The primary desire that businesses have is for control over their own destinies, for avoidance of autonomy bottlenecks which put the fate of their business into the hands of someone else. The difficulty that they experience -- that they call vendor lock-in, or noninteroperability -- is a difficulty which is really a businessman's equivalent of [Free Software Foundation President Richard] Stallman's frustration at unfreedom. They are essentially the same recognition: In a world of complex, interdependent technology, if I don't control my technology, it will control me. Stallman's understanding of that proposition and Goldman Sachs' understanding [for example] needn't be as far apart as one might think. The desire to maintain autonomy -- the desire to avoid control of destiny by outside parties -- is as fierce in both cases as it can get.

The near death of IBM in the 1980s gave that organization a clear understanding of how to avoid having its destiny controlled by somebody who made software.

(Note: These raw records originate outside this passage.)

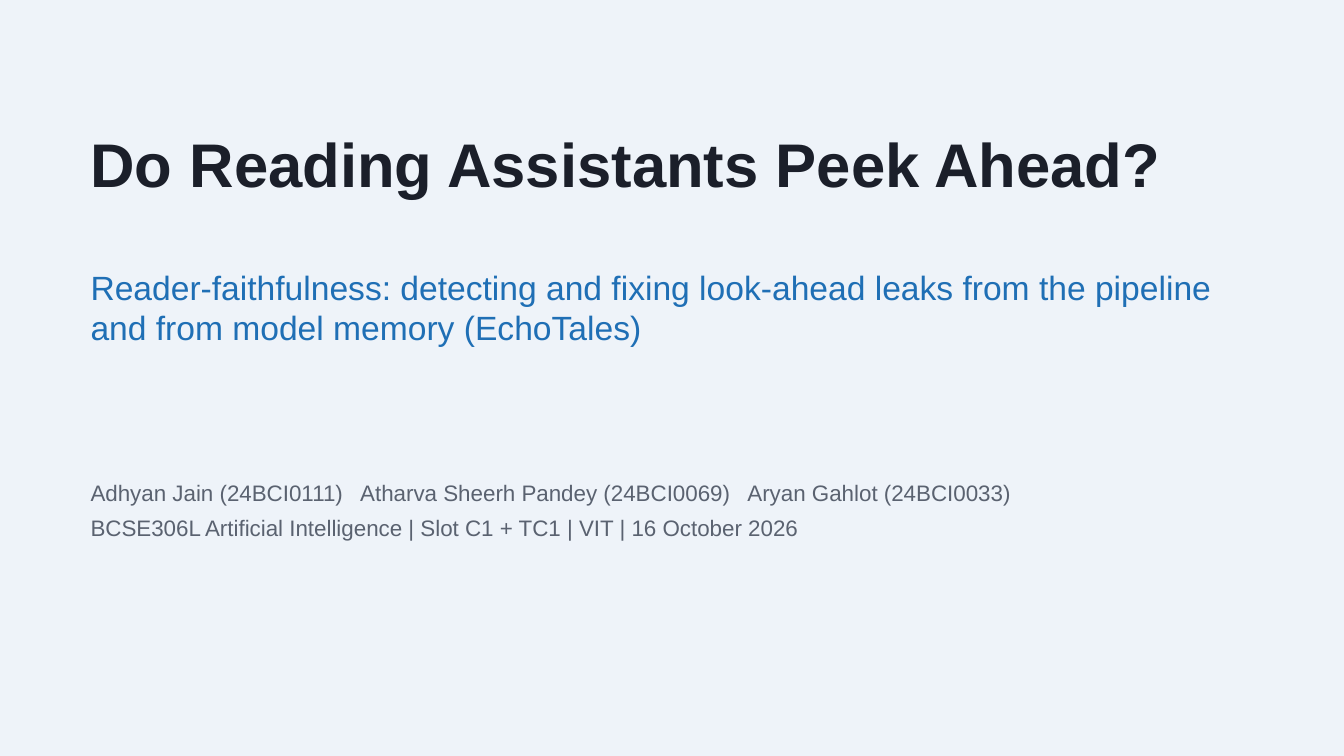
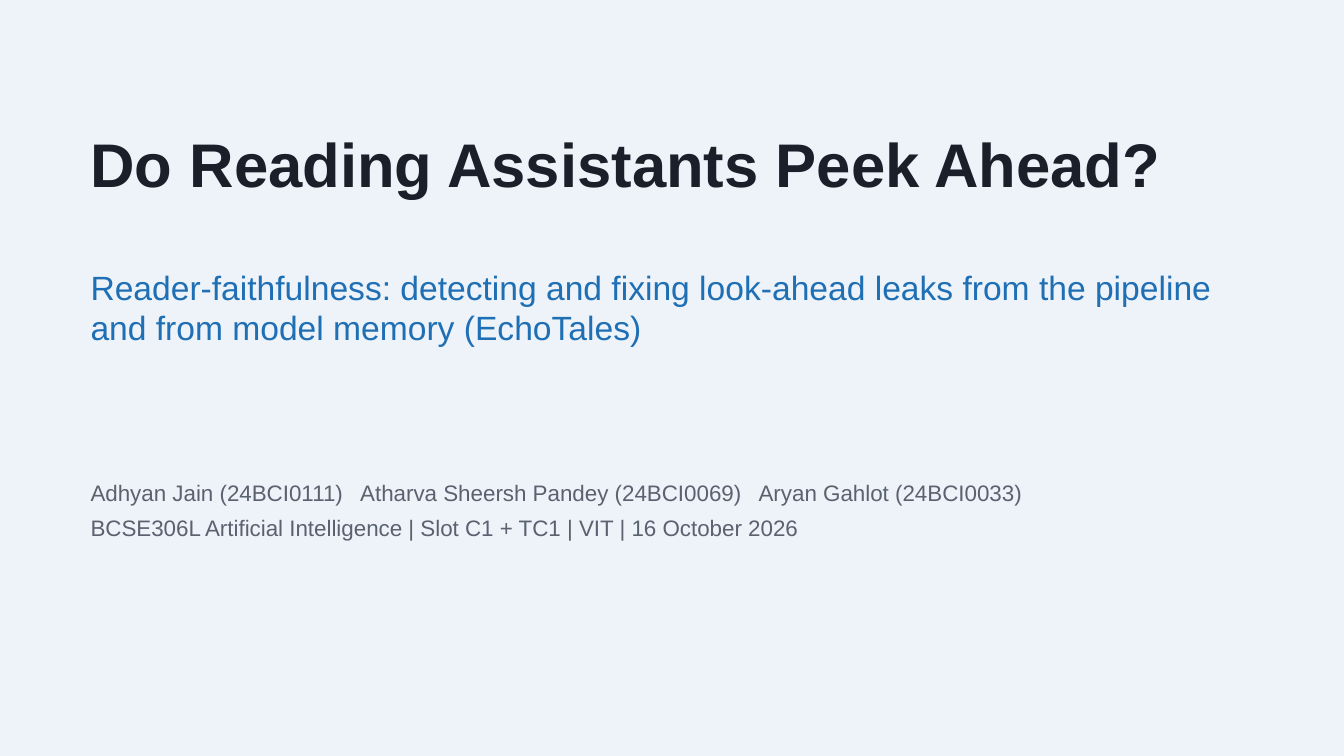
Before and after one commit to adhyan-jain/EchoTales, a slide deck: slide 1 of EchoTales_Research_Presentation.pptx. Drawn at 1344x756 pixels with LibreOffice and Linux fonts; fonts in the diff are those of the drawing. Boxes give left, top, right and bottom in pixels: in the first picture for what was removed or moved away, otherwise in the second. Text is boxed around its words. In the diff, an @@ line names an element or a change of style, - is before the commit and + after.

```diff
--- a/EchoTales_Research_Presentation.pptx
+++ b/EchoTales_Research_Presentation.pptx
@@ text at <box>91,485,1022,506</box>: text changed @@
-Adhyan Jain (24BCI0111) Atharva Sheerh Pandey (24BCI0069) Aryan Gahlot (24BCI0033)
+Adhyan Jain (24BCI0111) Atharva Sheersh Pandey (24BCI0069) Aryan Gahlot (24BCI0033)
```
Also in this commit, not shown: 15 other slides changed, 9 other files.
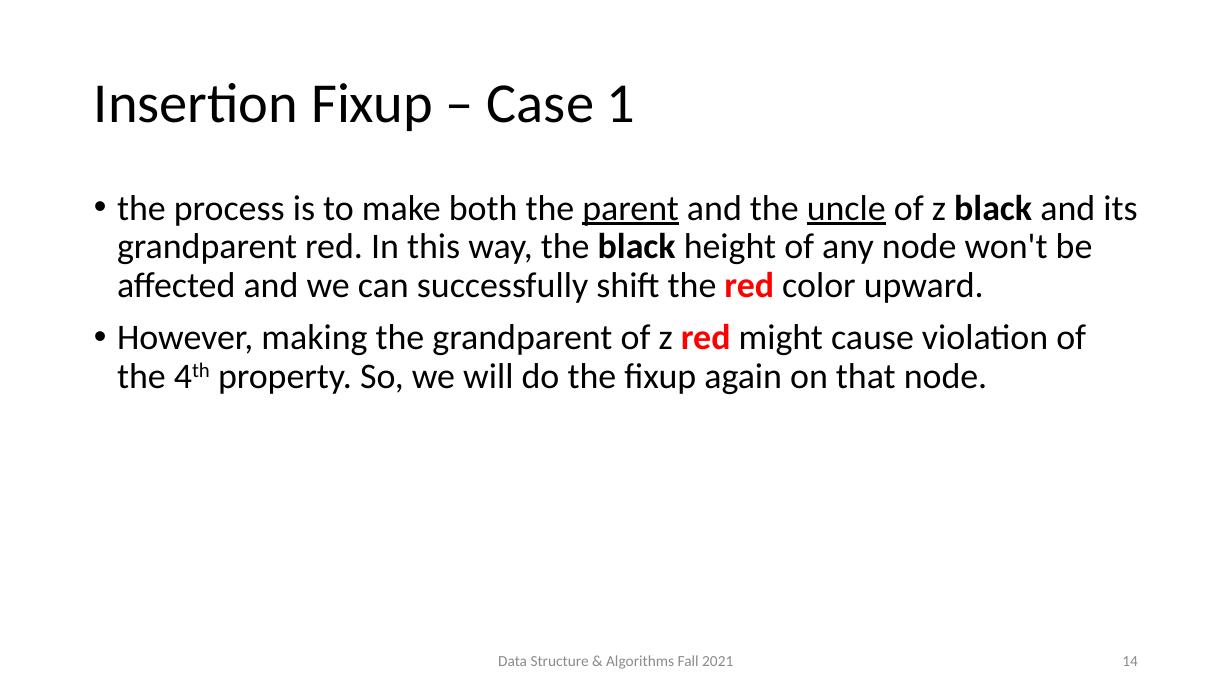
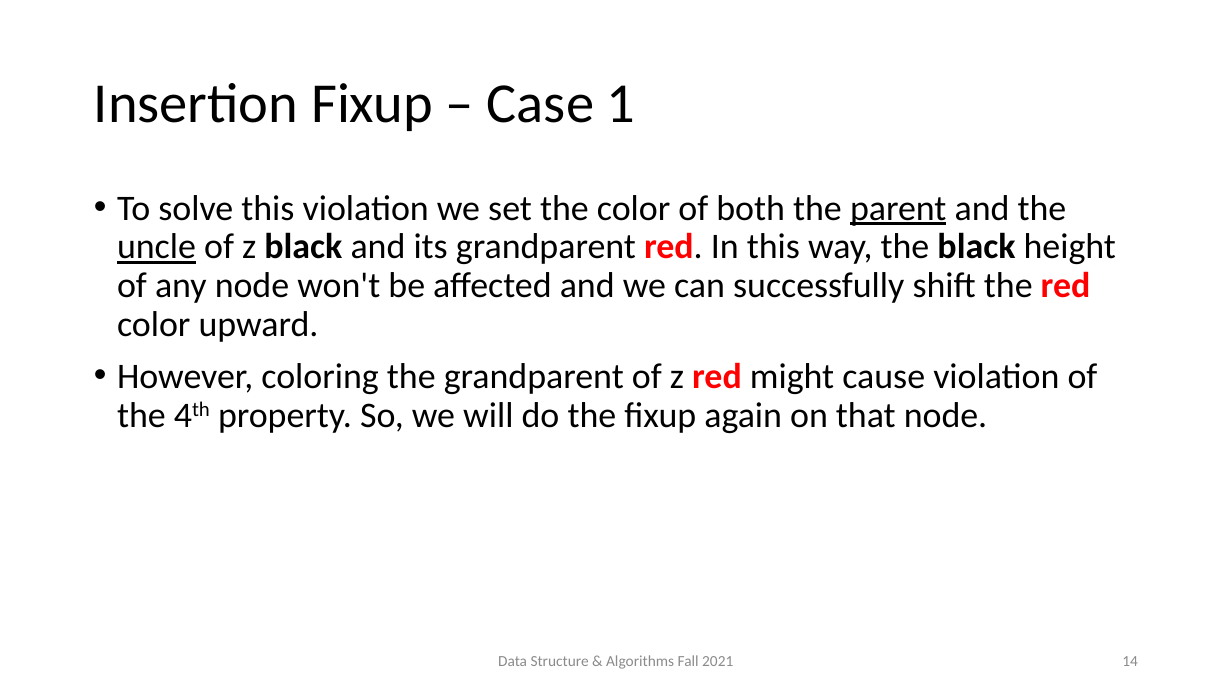
Before and after one commit to AUT-CEIT-Archive/CE203-DS-TA, a slide deck: slide 14 of slides/13_RBT-Insert.pptx. Drawn at 1232x693 pixels with LibreOffice and Linux fonts; fonts in the diff are those of the drawing. Boxes give left, top, right and bottom in pixels: in the first picture for what was removed or moved away, otherwise in the second. Text is boxed around its words. In the diff, an @@ line names an element or a change of style, - is before the commit and + after.

Commit message:
rbt insert edited

```diff
--- a/slides/13_RBT-Insert.pptx
+++ b/slides/13_RBT-Insert.pptx
@@ text at bbox=[117, 195, 1116, 433]: text changed @@
-• the process is to make both the parent and the uncle of z black and its grandparent red. In this way, the black height of any node won't be affected and we can successfully shift the red color upward.
-• However, making the grandparent of z red might cause violation of the 4th property. So, we will do the fixup again on that node.
+• To solve this violation we set the color of both the parent and the uncle of z black and its grandparent red. In this way, the black height of any node won't be affected and we can successfully shift the red color upward.
+• However, coloring the grandparent of z red might cause violation of the 4th property. So, we will do the fixup again on that node.
```
Also in this commit, not shown: 7 other slides changed.

And as you look at the ripples of this idea through the economy, you begin to understand why lots of people are going to take up this call.

Each [IT vendor] is left in a different place because they are different entities. One of the things that everybody now understands is that you can treat software as a renewable natural resource -- like forest products or fish in the sea. If you build community, if you make broadly accessible the ability to create, then you can use your limited resources not on the creation or maintenance of anything, but on the editing of that which is already created elsewhere.